The A.V. Club's Kevin McFarland gave the episode a "B−" grade and wrote, "I'm having a hard time assigning a grade to this episode of Grimm. Really I've been having a hard time grading this whole series. Look, I like classic Disney movies as much as the next animation fan, but the way Once Upon A Time takes the path of least resistance with all of its princess characters has really started to bore me. Other than Rumpelstiltskin, who's a breath of fresh air thanks to an extraordinary re-interpretation, most of the OUaT cast fails to defy expectation. It's not just that I've got the Grimm beat here at the A.V. Club, I honestly believe that what this show is doing to reinterpret fairy tales and folklore is genuinely more creative than how ABC's fantasy drama is doing with Disney stock characters."

TV Overmind's Shilo Adams wrote, "One of my main problems with the pilot of Grimm was its worrying dual selves, wherein the show could go big and a little campy or it could go dark and somewhat gritty, with both sides of the coin containing a certain amount of credibility. It's a backhanded sort-of problem ('you do too many things well! stop it!') that generally gets worked out through time, network notes, and fan feedback, but until it does get worked out, episodes tend to be more hit-and-miss than the talent involved would make you think."

Nick McHatton from TV Fanatic, gave a 3.5 star rating out of 5, stating: "'Lonelyhearts' didn't offer much this week, there were some high points, but they were few and far between.
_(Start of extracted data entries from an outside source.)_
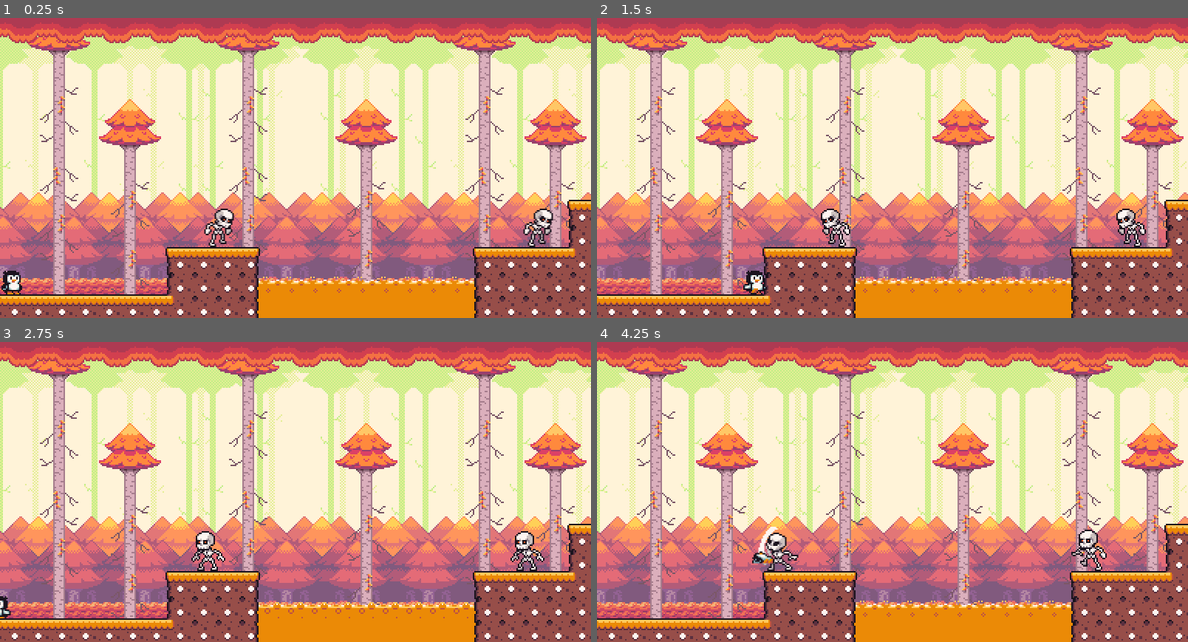
Above: before the commit, frames 1-4 (two rows, left to right).
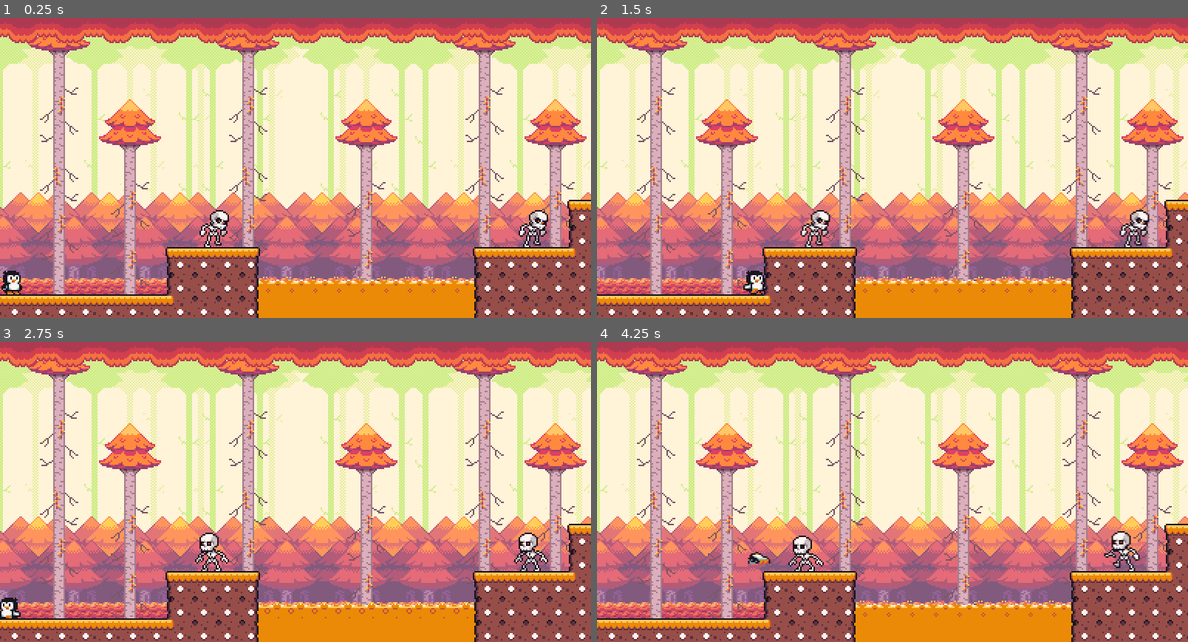
Above: after the commit, the same moments.

Repository: Lz-Rod/2d_platformer_godot
Game: Godot game, scene res://scene/forest.tscn
Same seed, same stepped clock (60 frames per second), same inputs: the game is played once before the commit and once after it.
Inputs:
- Up to frame 1 (0.25 s): no input
- Up to frame 2 (1.5 s): hold S (crouch) 0.53-1.28 s; hold D (right) from 0.53 s (still down); tap W (jump) at 0.77 s; tap S (crouch) at 1.35 s
- Up to frame 3 (2.75 s): tap W (jump) at 1.52 s; release D (right) at 2.03 s; hold A (left) from 2.03 s (still down); hold S (crouch) from 2.03 s (still down)
- Up to frame 4 (4.25 s): release A (left) at 2.78 s; release S (crouch) at 2.78 s; hold D (right) from 2.78 s (still down); tap S (crouch) at 2.85 s; tap W (jump) at 3.02, 3.77 s; hold S (crouch) from 3.53 s (still down)

The runs differ from the first frame. In frame 1, 0.9% of the frame differs, in the area x 33-94%, y 63-77%; in frame 2, 1.1%; in frame 3, 1.1%; in frame 4, 1.7%, in the area x 25-92%, y 61-77%.

Commit message:
fixed bugs

Diff:
--- a/entities/enemies/skeleton.tscn
+++ b/entities/enemies/skeleton.tscn
@@ -160,6 +160,7 @@
 script = ExtResource("1_as1re")
 
 [node name="AnimatedSprite2D" type="AnimatedSprite2D" parent="." unique_id=646237070]
+position = Vector2(0, 1.1)
 sprite_frames = SubResource("SpriteFrames_as1re")
 animation = &"attack"
 frame = 4
--- a/scene/forest.tscn
+++ b/scene/forest.tscn
@@ -4,7 +4,7 @@
 [ext_resource type="TileSet" uid="uid://baokt6ut2kihv" path="res://tiles/collision.tres" id="2_2xpkg"]
 [ext_resource type="Texture2D" uid="uid://cqq4qjl1qk3aa" path="res://sprites/tilesets/2 - Autumn Forest/Background parts/6 - Distant_trees.png" id="3_gbfvw"]
 [ext_resource type="TileSet" uid="uid://bdcjdsa5l2d0x" path="res://tiles/decoration.tres" id="3_gwku7"]
-[ext_resource type="Texture2D" uid="uid://d1skw7oha4cc0" path="res://sprites/tilesets/5 - Misc. universal tiles/Lava_frames (16 x 32).png" id="4_ja8kk"]
+[ext_resource type="TileSet" uid="uid://dn1ob1cctyula" path="res://tiles/lava.tres" id="4_ja8kk"]
 [ext_resource type="Texture2D" uid="uid://b4kjf531wwvqu" path="res://sprites/tilesets/2 - Autumn Forest/Background parts/5 - Tree_row_BG_2.png" id="4_v5bin"]
 [ext_resource type="Texture2D" uid="uid://cpkkd7x0yjqdd" path="res://sprites/tilesets/2 - Autumn Forest/Background parts/4 - Tree_row_BG_1.png" id="5_e3l50"]
 [ext_resource type="Texture2D" uid="uid://boogu0d27guwb" path="res://sprites/tilesets/2 - Autumn Forest/Background parts/3 - Bottom_leaf_piles.png" id="6_qxlj4"]
@@ -58,25 +58,8 @@
 [sub_resource type="TileSet" id="TileSet_64es3"]
 sources/0 = SubResource("TileSetAtlasSource_gwku7")
 
-[sub_resource type="TileSetAtlasSource" id="TileSetAtlasSource_boiax"]
-texture = ExtResource("4_ja8kk")
-0:0/animation_frame_0/duration = 0.1
-0:0/animation_frame_1/duration = 0.1
-0:0/animation_frame_2/duration = 0.1
-0:0/animation_frame_3/duration = 0.1
-0:0/0 = 0
-0:0/0/physics_layer_0/polygon_0/points = PackedVector2Array(-8, 0, 8, 0, 8, 8, -8, 8)
-0:1/animation_frame_0/duration = 0.1
-0:1/animation_frame_1/duration = 0.1
-0:1/animation_frame_2/duration = 0.1
-0:1/animation_frame_3/duration = 0.1
-0:1/0 = 0
-0:1/0/physics_layer_0/polygon_0/points = PackedVector2Array(-8, -8, 8, -8, 8, 8, -8, 8)
-
-[sub_resource type="TileSet" id="TileSet_0xhum"]
-physics_layer_0/collision_layer = 16
-physics_layer_0/collision_mask = 2
-sources/0 = SubResource("TileSetAtlasSource_boiax")
+[sub_resource type="RectangleShape2D" id="RectangleShape2D_ja8kk"]
+size = Vector2(11, 208)
 
 [node name="forest" type="Node2D" unique_id=1015446404]
 metadata/_edit_vertical_guides_ = [764.0]
@@ -99,7 +82,7 @@
 [node name="TileMapLayer-lava" type="TileMapLayer" parent="tilemaps" unique_id=157784634 groups=["hurtArea"]]
 z_index = 2
 tile_map_data = PackedByteArray("AAAKAAsAAAAAAAAAAAALAAsAAAAAAAAAAAAMAAsAAAAAAAAAAAANAAsAAAAAAAAAAAAOAAsAAAAAAAAAAAAPAA …(272 unchanged characters)…
-tile_set = SubResource("TileSet_0xhum")
+tile_set = ExtResource("4_ja8kk")
 
 [node name="ParallaxBackground" type="ParallaxBackground" parent="." unique_id=443483663]
 
@@ -170,7 +153,7 @@
 region_rect = Rect2(0, 0, 576, 208)
 
 [node name="Camera2D" parent="." unique_id=569169093 instance=ExtResource("9_jo4av")]
-position = Vector2(10, 113)
+position = Vector2(10, 186)
 limit_top = 0
 limit_right = 764
 
@@ -187,3 +170,11 @@
 
 [node name="skeleton3" parent="." unique_id=752916942 instance=ExtResource("13_kmspj")]
 position = Vector2(360, 145)
+
+[node name="StaticBody2D-limit" type="StaticBody2D" parent="." unique_id=1537298452]
+position = Vector2(0, 147)
+collision_mask = 6
+
+[node name="CollisionShape2D" type="CollisionShape2D" parent="StaticBody2D-limit" unique_id=1100220723]
+position = Vector2(-4.5, -43)
+shape = SubResource("RectangleShape2D_ja8kk")
--- a/scripts/enemies/skeleton.gd
+++ b/scripts/enemies/skeleton.gd
@@ -15,7 +15,7 @@
 @onready var player_detector: RayCast2D = $"RayCast2D - playerDetector"
 @onready var bone_position: Node2D = $"Node2D - bonePosition"
 
-const SPEED = 15.0
+const SPEED = 7
 const JUMP_VELOCITY = -400.0
 
 var status: SkeletonState
@@ -58,7 +58,10 @@
 	velocity = Vector2.ZERO
 
 func walk_state(_delta):
-	velocity.x = SPEED * direction
+	if anim.frame == 3 or anim.frame == 4:
+		velocity.x = SPEED * direction
+	else:
+		velocity.x = 0
 
 	#IA do inimigo patrulhando
 	if wall_detector.is_colliding() or ! ground_detector.is_colliding():

As always, one of the high points was Eddie, in a slightly different capacity no less! Nick's reliance on the book to paint a bigger back story on the Blue Beards allowed us to get a better idea of what the creature was before Eddie filled us in with small details about them. By doing this, Eddie's role was expanded slightly. Less exposition by Eddie means more comedy, and that's always a good thing."